Without a doubt, the biggest prize that “Dune” will have its eyes on come Oscar Night is Best Director. Of the major sci-fi awards contenders that are commonly compared to “Dune” (“Star Wars,” “The Lord of the Rings,” “Avatar,” “Gravity,” “Mad Max: Fury Road,” and “Black Panther“), only “Black Panther” missed out on a Best Director nomination. Furthermore, two of these directors actually did succeed at championing in the category – Peter Jackson for “The Lord of the Rings: The Return of the King” (as a way to honor his work on the trilogy overall) and Alfonso Cuarón for “Gravity” (who was recently seen supporting Villeneuve at a BAFTA screening of “Dune” in mid-October).

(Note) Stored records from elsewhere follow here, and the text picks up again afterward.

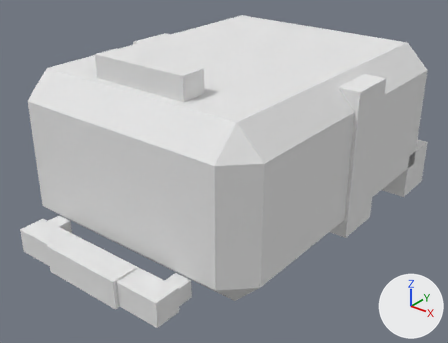
One commit to the glTF model game/assets/interior/carry_roller.glb: the scene before it, then after it.
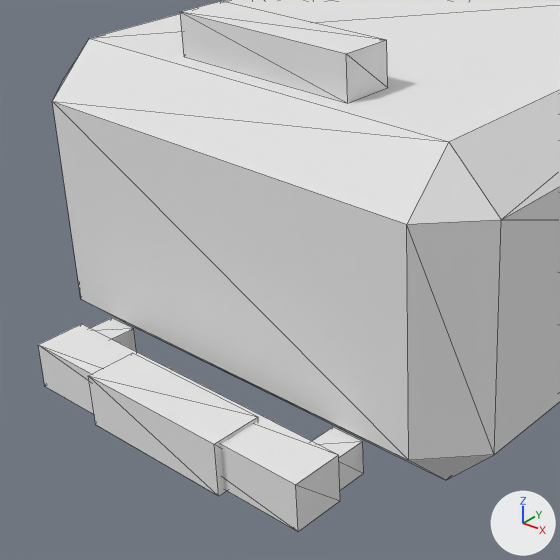
There are two pictures of each version: one whole from a 50 mm camera at (0.431, -0.584, 0.393) aimed at (0.006, -0.052, 0.064), one close up on the part from 0% to 66% of the width and 14% to 100% of the height. Lighting does not change. The marker at lower right points along +X, +Y and +Z. The older version's two pictures come first. The close-ups show mesh edges as thin lines. Where no turn or scale is listed for an object, it has been applied to the vertices. Vertices at exactly the same position are counted once.

The first close-up shows 'CarryRoller_Body', 'Pull_Reach_Mesh', 'Pull_Top_Mesh'.
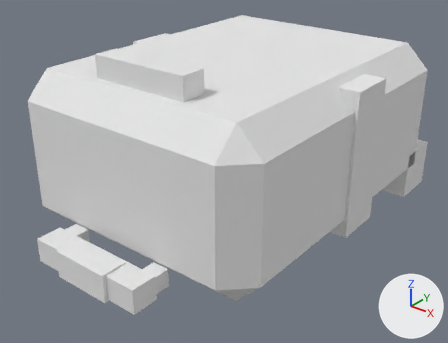
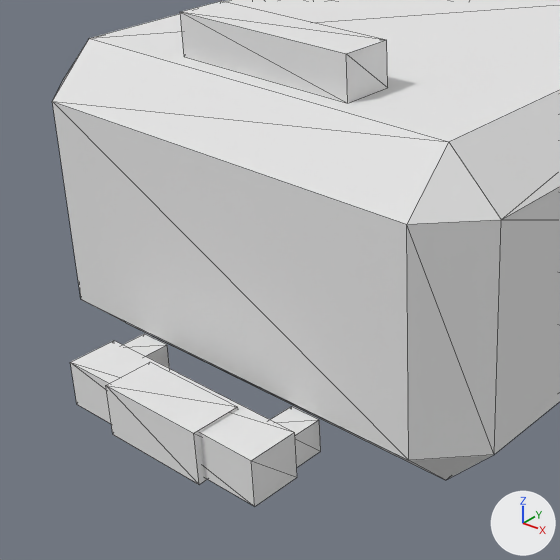
The change, as a diff of the scene's bpy script:
```diff
--- a/game/assets/interior/carry_roller.glb.py
+++ b/game/assets/interior/carry_roller.glb.py
@@ me_pull_rod_l @@
 # used by ob_pull_reach_mesh; location = (0.0, -0.22, 0.03)
-me_pull_rod_l.from_pydata(...)  # 16 vertices, 24 faces; spans x -0.1..0.1, y -0.02..0.0, z -0.01..0.01
+me_pull_rod_l.from_pydata(...)  # 16 vertices, 24 faces; spans x -0.07..0.07, y -0.02..0.0, z -0.01..0.01
+# me_pull_rod_l part 1: the loose piece of 8 vertices spanning x -0.1..-0.08, y -0.02..0.0, z -0.01..0.01 is moved by (0.03, 0.0, 0.0)
+# me_pull_rod_l part 2: the loose piece of 8 vertices spanning x 0.08..0.1, y -0.02..0.0, z -0.01..0.01 is moved by (-0.03, 0.0, 0.0)
 me_pull_rod_l.materials.append(mat_tp_atlas_1a_d)
@@ me_pull_bar @@
 # used by ob_pull_top_mesh; location = (0.0, -0.24, 0.03)
-me_pull_bar.from_pydata(...)  # 16 vertices, 24 faces; spans x -0.102..0.102, y -0.034..0.0, z -0.016..0.016
+me_pull_bar.from_pydata(...)  # 16 vertices, 24 faces; spans x -0.072..0.072, y -0.034..0.0, z -0.016..0.016
+# me_pull_bar part 3: the whole mesh is scaled about its middle by (0.705, 1, 1)
 me_pull_bar.materials.append(mat_tp_atlas_1a_d)
```

Changed parts and their boxes [x1, y1, x2, y2] in the close-ups (560 x 560 px; the box of a moved part takes in the faces that stretch with it):
'Pull_Top_Mesh', rescaled (25% narrower, 20% shorter)
    before: [38, 324, 340, 531]
    after: [70, 341, 297, 506]
'Pull_Reach_Mesh', reshaped (27% narrower, 23% shorter)
    before: [91, 318, 364, 490]
    after: [123, 334, 321, 467]
part 1 of me_pull_rod_l, moved or reshaped
    before: [91, 318, 137, 352]
    after: [123, 334, 170, 369]
part 2 of me_pull_rod_l, moved or reshaped
    before: [313, 427, 364, 490]
    after: [270, 406, 321, 467]

At the moment, Villeneuve’s closest competitors in the race seem to be Kenneth Branagh (“Belfast“) and Jane Campion (“The Power of the Dog“). However, given how democratic the Oscars have tended to be in the past decade, it stands to reason that a split might be to honor all three artists. Branagh will also be up for Best Original Screenplay for his film – a category in which he is by far the current frontrunner unless Paul Thomas Anderson’s unseen “Licorice Pizza” puts up a fight – while Campion will contend in the Best Adapted Screenplay category, where she too is outpacing all conceivable competitors. Branagh and Campion are distinguished directors as well. Their sumptuous handling of these specific stories should easily earn them nominations for Best Director, but what Villeneuve has accomplished with “Dune” is being hailed as a once-in-a-generation achievement – something that it seems no other contender can replicate this year, and that makes him a large threat to win.

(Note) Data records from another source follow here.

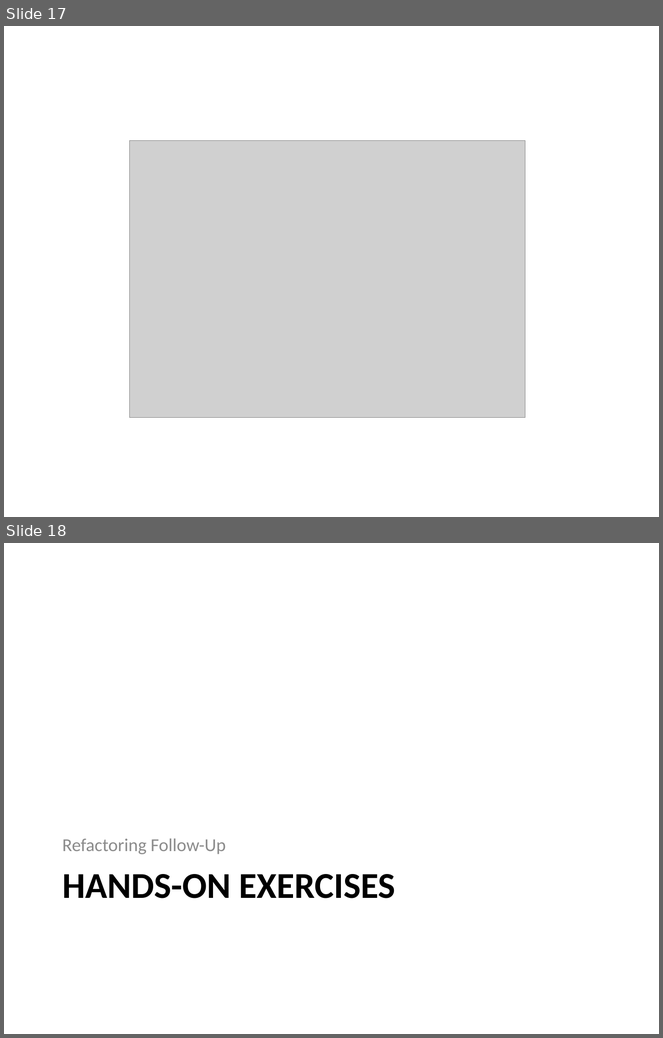
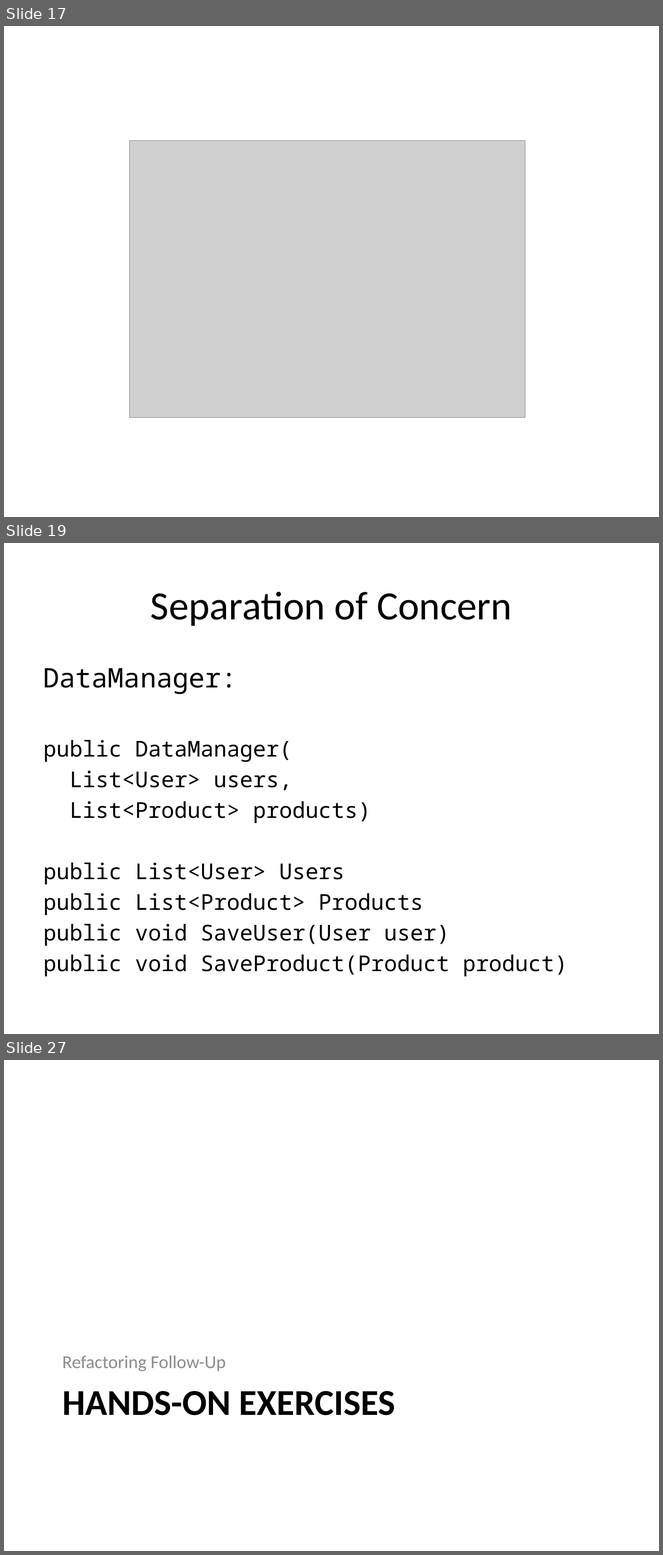
Before and after one commit to bkraitberg/refactoring-training-2.0, a slide deck: Docs/Refactoring-2.0.pptx. Shown one above the other, each under a label of ours: slides 17 and 18 before the commit, slides 17, 19 and 27 after it; the slides between them are not shown. The pictures are 663x1038 and 663x1555 pixels, drawn with LibreOffice and Linux fonts; fonts in the diff are those of the drawing; grey boxes stand for pictures. Boxes give left, top, right and bottom in pixels: in the first picture for what was removed or moved away, otherwise in the second. Text is boxed around its words. In the diff, an @@ line names an element or a change of style, - is before the commit and + after.

```diff
--- a/Docs/Refactoring-2.0.pptx
+++ b/Docs/Refactoring-2.0.pptx
@@ slide 19 added at box(4, 543, 659, 1034), background #FFFFFF @@
@@ title added at box(151, 591, 512, 626), 44 pt, text #000000 @@
+Separation of Concern
@@ text added at box(44, 668, 568, 977), 24.1 pt, text #000000 @@
+DataManager:
+public DataManager(
+List<User> users,
+List<Product> products)
+public List<User> Users
+public List<Product> Products
+public void SaveUser(User user)
+public void SaveProduct(Product product)
@@ what was slide 18 is now slide 27 @@
```
Also in this commit, not shown: 1 slide changed, 8 other slides added.

Sure, we still have to see Guillermo del Toro’s “Nightmare Alley,” Paul Thomas Anderson’s “Licorice Pizza,” Steven Spielberg’s “West Side Story,” and Adam McKay’s “Don’t Look Up.” Still, from what we’ve seen so far, it doesn’t feel like any of those directors are doing anything as entirely original and daring as Villeneuve is with his direction. While the entire cast and crew for “Dune” should be commended for their efforts in bringing this epic to life, at the end of the day, the project truly is Denis Villeneuve’s baby, and the best and biggest way to honor it at the Oscars would be with the Best Director award. It’s also not hard to envision a scenario where he starts to sweep, following a very conceivable victory at DGA (especially given the passion from his peers) and perhaps even BAFTA (which, since their award was previously known as the “David Lean Award for Achievement in Direction,” would be quite fitting, since “Dune” has many shades of Lean’s own “Lawrence of Arabia” in it).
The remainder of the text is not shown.